While Costco doesn't provide formal financial guidance, CEO Ron Vachris expressed confidence heading into the final quarter of fiscal 2025, saying, "While the impacts of tariffs and the outlook for the economy in general remain unknown, we are confident in the ability of our operators and merchants to rise to the challenges and continue to offer great service and find consistent values for our members."
Vachris' confidence is supported by the company's membership renewal rates of 92.7% in the U.S. and Canada and 90.2% globally.
Target's latest quarter, by contrast, was more uneven. Revenue declined 2.8% to $23.8 billion, with comparable store sales down 5.7%. However, digital was a bright spot, with online sales up 4.7% thanks to a 36% increase in same-day delivery. Excluding a one-time legal settlement, adjusted earnings per share (EPS) came in at $1.30, down sharply from $2.03 the year prior.
CEO Brian Cornell acknowledged the challenges: "I want to be clear that we're not satisfied with this performance, and we're moving with urgency to navigate through this period of volatility."
Looking ahead, Target management expects adjusted EPS of $7 to $9 for 2025, compared to $8.86 in 2024 -- signaling continued uncertainty in the months ahead.

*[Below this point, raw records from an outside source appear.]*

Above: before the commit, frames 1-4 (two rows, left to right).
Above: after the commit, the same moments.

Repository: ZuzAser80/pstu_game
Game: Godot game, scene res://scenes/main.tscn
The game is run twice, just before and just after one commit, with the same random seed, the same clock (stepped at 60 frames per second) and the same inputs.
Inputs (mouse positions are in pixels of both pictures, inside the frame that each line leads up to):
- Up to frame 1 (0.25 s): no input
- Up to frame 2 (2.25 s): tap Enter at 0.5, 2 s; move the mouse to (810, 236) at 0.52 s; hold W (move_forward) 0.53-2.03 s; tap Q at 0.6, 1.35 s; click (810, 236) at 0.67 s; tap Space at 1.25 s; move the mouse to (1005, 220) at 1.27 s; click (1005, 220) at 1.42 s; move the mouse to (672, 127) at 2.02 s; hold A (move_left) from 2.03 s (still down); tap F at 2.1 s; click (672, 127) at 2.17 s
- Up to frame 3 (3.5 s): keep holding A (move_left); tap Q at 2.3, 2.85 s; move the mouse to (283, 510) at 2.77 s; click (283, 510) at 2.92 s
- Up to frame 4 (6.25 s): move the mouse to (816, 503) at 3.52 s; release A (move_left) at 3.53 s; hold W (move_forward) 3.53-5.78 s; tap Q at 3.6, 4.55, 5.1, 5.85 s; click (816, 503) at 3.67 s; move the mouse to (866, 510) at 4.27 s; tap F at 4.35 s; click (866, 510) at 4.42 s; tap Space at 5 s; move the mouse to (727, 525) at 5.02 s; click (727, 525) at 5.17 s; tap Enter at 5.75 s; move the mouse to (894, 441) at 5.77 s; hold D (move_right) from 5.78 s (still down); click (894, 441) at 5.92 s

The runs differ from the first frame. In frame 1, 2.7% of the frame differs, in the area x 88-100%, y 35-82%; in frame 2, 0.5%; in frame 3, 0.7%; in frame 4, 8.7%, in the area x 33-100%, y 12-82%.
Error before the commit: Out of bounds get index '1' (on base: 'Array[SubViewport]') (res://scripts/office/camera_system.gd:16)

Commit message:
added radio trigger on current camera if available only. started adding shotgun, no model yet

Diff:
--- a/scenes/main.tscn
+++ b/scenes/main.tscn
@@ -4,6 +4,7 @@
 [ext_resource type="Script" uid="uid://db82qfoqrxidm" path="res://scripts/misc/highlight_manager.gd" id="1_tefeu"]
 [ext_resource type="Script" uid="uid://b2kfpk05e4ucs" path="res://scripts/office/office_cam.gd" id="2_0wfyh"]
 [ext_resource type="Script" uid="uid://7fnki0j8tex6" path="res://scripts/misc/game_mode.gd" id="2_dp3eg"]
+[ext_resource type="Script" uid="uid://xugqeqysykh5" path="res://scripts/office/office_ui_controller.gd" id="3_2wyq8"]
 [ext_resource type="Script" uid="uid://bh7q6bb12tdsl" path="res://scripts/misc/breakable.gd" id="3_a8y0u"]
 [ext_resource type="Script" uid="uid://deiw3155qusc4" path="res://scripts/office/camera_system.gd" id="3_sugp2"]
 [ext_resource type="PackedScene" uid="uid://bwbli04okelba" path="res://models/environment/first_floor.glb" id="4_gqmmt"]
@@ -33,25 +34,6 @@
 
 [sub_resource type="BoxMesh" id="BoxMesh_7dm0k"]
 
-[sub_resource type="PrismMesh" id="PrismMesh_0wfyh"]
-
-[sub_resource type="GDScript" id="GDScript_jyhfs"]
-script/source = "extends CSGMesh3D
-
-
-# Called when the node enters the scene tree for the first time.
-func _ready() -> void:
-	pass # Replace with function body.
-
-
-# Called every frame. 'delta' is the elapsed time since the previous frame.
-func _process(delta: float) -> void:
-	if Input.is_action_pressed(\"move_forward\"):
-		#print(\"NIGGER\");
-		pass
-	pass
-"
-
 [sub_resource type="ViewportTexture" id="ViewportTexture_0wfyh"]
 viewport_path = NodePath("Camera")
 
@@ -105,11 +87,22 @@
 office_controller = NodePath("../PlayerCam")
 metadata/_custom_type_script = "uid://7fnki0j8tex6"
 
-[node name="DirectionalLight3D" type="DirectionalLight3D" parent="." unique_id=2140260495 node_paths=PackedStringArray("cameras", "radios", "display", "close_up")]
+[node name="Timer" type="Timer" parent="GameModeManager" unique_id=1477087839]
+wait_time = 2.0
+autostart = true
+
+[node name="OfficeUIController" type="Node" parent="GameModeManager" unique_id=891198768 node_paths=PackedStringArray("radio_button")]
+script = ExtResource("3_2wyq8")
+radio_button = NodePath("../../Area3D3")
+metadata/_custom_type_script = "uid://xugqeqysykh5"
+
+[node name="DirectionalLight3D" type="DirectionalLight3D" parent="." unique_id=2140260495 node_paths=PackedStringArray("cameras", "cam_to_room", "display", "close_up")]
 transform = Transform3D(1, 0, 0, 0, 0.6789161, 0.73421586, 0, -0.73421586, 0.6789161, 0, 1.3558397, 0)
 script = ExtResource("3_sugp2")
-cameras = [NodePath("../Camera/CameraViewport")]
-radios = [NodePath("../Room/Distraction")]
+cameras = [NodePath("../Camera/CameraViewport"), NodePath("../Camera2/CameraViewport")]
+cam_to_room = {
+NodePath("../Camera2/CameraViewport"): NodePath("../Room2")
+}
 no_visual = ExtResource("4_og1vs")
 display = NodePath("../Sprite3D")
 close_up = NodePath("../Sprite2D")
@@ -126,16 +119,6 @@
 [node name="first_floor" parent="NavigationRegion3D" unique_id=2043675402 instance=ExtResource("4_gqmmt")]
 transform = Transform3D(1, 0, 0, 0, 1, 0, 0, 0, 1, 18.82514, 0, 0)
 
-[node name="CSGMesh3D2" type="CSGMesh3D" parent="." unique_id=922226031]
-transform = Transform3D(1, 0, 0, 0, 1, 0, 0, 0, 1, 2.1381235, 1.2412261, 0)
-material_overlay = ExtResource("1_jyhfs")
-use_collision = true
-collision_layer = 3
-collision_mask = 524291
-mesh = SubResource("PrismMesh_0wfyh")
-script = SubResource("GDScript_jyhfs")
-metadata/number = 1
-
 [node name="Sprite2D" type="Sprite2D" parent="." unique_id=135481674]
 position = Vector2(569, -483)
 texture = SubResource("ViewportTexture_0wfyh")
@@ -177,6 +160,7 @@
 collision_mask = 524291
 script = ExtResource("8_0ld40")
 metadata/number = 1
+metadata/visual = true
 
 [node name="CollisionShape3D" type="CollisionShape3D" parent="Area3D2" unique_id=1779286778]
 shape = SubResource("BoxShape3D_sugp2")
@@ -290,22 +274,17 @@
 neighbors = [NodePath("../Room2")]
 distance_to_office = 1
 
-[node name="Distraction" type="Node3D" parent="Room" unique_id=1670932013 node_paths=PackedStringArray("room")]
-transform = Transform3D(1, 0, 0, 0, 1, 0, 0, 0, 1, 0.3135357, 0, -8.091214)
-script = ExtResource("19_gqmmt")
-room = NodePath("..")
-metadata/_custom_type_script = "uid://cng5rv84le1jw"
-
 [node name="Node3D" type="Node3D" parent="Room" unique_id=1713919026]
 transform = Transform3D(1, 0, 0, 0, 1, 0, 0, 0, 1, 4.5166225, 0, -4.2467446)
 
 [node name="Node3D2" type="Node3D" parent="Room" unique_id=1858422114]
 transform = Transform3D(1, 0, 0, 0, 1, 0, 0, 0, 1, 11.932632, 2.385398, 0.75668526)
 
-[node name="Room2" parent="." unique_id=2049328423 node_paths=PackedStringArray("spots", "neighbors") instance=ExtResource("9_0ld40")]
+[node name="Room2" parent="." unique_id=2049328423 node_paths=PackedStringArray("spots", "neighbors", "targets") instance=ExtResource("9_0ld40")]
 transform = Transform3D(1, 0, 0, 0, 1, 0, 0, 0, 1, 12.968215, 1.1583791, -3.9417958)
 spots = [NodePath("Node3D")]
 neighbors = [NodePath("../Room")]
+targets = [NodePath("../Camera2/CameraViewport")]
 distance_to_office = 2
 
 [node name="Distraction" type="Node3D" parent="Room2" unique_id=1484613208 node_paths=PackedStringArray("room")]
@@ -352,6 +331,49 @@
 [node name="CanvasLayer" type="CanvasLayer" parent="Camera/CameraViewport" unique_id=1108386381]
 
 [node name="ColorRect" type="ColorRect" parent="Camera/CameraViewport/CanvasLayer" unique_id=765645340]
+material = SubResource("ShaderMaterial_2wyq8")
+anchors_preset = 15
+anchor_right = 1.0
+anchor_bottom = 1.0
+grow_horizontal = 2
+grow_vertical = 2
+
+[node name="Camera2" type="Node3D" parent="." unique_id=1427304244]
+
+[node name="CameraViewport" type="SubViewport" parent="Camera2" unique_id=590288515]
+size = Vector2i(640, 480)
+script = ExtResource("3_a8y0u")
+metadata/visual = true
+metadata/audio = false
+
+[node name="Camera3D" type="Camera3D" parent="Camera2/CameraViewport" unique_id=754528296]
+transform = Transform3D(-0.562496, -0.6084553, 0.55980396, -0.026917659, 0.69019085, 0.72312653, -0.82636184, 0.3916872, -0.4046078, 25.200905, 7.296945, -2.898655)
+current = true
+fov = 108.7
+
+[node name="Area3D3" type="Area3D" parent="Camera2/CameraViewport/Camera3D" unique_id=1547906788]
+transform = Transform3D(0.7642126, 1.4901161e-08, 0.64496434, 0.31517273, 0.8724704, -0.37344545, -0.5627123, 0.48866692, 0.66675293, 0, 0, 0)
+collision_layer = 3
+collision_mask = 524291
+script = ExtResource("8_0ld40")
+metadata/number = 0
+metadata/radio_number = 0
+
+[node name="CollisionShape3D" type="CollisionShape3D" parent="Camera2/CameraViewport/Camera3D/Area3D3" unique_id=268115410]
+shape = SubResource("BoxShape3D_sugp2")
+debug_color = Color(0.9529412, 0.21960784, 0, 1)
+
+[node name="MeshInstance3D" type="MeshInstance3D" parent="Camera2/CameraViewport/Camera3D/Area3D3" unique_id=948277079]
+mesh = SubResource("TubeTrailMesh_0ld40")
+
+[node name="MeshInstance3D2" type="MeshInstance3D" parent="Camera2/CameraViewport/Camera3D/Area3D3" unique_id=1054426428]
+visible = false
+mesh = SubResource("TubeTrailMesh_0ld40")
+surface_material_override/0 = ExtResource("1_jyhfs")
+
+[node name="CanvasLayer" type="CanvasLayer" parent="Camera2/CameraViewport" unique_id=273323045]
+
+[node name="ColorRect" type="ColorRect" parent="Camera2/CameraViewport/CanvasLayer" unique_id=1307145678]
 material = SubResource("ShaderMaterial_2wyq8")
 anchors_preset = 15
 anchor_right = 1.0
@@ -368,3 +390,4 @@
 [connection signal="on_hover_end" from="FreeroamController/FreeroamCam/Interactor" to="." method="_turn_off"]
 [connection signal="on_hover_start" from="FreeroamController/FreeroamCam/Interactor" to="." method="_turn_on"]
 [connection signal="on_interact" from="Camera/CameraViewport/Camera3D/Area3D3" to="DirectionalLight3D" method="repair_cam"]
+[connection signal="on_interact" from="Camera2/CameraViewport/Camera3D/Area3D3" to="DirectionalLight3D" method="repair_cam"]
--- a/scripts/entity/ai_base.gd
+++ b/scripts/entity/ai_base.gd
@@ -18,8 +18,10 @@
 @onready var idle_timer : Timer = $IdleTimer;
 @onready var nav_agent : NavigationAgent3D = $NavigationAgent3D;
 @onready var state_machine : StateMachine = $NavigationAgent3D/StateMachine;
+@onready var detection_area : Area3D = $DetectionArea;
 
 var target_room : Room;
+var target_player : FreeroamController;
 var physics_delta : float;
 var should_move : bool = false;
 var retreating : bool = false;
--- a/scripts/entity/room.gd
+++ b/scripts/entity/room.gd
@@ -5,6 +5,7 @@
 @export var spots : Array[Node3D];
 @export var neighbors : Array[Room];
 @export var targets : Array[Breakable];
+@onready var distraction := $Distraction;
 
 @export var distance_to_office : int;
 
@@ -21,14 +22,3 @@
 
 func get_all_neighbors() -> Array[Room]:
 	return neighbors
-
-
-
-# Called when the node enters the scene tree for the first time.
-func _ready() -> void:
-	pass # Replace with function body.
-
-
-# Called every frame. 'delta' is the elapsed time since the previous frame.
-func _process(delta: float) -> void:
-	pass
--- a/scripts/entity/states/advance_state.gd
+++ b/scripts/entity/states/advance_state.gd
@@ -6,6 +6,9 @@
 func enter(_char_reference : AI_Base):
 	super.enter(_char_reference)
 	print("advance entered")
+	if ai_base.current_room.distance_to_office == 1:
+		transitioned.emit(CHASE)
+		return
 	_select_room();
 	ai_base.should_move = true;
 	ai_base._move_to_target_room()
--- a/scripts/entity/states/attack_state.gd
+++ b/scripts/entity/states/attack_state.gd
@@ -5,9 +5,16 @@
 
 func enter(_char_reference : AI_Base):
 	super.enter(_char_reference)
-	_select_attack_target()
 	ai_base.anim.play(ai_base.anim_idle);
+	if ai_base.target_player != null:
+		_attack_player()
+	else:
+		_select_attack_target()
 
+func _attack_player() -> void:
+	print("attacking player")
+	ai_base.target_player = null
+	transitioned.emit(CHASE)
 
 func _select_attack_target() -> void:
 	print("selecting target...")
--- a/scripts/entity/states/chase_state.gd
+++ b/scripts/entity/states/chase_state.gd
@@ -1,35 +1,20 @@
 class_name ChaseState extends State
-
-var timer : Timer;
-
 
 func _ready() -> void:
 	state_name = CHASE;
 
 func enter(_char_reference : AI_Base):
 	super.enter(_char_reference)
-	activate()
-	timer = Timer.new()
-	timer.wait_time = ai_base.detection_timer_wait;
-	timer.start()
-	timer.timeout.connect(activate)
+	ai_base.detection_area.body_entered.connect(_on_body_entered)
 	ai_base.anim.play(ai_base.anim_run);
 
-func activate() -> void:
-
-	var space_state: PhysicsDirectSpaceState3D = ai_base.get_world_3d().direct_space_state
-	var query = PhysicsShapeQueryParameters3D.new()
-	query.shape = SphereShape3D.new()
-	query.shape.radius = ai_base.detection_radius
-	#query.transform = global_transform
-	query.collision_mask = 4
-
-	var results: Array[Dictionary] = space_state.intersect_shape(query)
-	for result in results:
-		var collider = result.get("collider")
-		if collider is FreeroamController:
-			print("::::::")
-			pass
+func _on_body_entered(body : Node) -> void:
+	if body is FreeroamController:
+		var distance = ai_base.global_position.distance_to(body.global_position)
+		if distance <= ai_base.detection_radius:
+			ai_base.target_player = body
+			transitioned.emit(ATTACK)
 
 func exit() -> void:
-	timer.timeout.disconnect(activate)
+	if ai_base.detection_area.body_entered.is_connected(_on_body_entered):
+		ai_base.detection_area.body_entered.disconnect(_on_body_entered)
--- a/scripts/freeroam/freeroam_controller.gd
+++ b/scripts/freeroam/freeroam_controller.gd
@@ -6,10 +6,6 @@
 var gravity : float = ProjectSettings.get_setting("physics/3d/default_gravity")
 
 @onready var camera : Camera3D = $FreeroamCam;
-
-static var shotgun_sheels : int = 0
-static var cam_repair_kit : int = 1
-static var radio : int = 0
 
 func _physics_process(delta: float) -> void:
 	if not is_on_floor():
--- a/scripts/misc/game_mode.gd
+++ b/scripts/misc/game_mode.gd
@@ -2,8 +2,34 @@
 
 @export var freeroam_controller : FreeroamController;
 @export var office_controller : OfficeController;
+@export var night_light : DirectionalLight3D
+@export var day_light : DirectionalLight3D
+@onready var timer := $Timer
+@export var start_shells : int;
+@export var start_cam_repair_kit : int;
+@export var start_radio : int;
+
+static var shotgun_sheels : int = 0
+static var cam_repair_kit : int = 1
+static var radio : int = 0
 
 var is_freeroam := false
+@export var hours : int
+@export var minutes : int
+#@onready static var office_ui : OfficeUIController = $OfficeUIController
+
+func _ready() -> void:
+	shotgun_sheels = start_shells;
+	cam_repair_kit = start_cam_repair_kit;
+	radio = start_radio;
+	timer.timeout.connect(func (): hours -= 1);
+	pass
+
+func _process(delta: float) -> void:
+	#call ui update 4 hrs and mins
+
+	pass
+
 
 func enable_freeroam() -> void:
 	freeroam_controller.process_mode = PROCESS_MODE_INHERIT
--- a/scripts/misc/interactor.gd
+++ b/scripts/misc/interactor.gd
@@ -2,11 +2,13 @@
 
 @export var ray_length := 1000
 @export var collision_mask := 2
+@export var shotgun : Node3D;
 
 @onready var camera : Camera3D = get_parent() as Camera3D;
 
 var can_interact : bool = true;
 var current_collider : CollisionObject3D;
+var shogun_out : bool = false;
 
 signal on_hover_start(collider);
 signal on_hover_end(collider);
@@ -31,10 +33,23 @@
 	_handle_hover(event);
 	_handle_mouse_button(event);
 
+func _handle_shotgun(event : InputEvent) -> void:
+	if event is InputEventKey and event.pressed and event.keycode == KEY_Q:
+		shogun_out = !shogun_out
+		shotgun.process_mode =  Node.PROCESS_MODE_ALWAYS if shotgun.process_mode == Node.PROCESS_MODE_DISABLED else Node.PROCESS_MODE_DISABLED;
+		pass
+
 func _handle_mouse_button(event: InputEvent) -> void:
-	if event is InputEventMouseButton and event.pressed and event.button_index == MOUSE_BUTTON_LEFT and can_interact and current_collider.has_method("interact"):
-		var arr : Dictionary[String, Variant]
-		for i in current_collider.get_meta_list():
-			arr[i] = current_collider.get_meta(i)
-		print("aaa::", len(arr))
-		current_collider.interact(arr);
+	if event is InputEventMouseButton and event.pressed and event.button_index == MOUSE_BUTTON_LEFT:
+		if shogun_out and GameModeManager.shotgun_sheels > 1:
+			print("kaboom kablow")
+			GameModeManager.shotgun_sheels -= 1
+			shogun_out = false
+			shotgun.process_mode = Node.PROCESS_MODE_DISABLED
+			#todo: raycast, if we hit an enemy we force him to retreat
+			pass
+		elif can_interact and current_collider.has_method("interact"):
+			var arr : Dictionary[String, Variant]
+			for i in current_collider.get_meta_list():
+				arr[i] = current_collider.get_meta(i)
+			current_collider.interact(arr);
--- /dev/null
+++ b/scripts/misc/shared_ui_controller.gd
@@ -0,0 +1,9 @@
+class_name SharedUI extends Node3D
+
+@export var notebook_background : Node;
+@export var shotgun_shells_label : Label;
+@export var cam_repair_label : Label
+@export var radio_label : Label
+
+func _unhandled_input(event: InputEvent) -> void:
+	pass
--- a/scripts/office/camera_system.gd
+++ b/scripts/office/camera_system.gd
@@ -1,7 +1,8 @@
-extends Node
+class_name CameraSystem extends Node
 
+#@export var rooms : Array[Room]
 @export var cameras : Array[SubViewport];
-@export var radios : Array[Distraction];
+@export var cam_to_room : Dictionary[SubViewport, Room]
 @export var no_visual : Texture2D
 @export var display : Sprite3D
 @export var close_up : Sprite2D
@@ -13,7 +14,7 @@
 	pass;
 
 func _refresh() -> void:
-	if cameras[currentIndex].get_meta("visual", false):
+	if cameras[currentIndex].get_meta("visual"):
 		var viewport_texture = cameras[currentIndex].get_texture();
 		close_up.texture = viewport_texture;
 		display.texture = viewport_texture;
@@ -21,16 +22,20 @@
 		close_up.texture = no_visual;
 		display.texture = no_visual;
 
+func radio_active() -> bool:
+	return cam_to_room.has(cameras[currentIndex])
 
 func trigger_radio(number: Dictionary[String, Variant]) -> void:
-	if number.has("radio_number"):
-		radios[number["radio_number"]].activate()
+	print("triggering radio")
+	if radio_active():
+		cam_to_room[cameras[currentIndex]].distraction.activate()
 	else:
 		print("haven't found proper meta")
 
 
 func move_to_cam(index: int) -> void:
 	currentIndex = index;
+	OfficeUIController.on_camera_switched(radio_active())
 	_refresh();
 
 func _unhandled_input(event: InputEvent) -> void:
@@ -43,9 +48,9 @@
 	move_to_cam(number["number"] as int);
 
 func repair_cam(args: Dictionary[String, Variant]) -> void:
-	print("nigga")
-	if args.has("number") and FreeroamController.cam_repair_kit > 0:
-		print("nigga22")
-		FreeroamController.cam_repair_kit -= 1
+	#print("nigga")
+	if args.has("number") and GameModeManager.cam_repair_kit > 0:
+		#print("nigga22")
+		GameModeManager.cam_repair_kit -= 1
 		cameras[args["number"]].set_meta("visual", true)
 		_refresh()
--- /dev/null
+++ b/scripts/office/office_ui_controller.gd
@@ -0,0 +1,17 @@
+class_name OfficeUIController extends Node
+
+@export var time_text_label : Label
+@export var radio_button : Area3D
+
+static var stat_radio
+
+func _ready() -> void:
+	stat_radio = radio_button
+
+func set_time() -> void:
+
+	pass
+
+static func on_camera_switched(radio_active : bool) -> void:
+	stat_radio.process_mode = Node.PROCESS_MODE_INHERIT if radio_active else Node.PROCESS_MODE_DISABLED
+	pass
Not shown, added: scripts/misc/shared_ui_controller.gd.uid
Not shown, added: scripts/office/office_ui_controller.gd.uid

All told, Costco's consistent top- and bottom-line growth, strong digital momentum, and unmatched member loyalty give it a clear advantage in this category.
Which stock is the better buy?
Both Target and Costco have their strengths. If its turnaround efforts succeed, Target offers a higher dividend yield, cheaper valuation, and upside potential. On the other hand, Costco continues to deliver impressive growth, fueled by its membership model and global footprint.
In a more uncertain economic environment, Costco's consistency and proven membership model make it the better buy for most long-term investors, especially considering that Costco has a stronger balance sheet with $9.1 billion in net cash versus Target's net debt of $12.6 billion.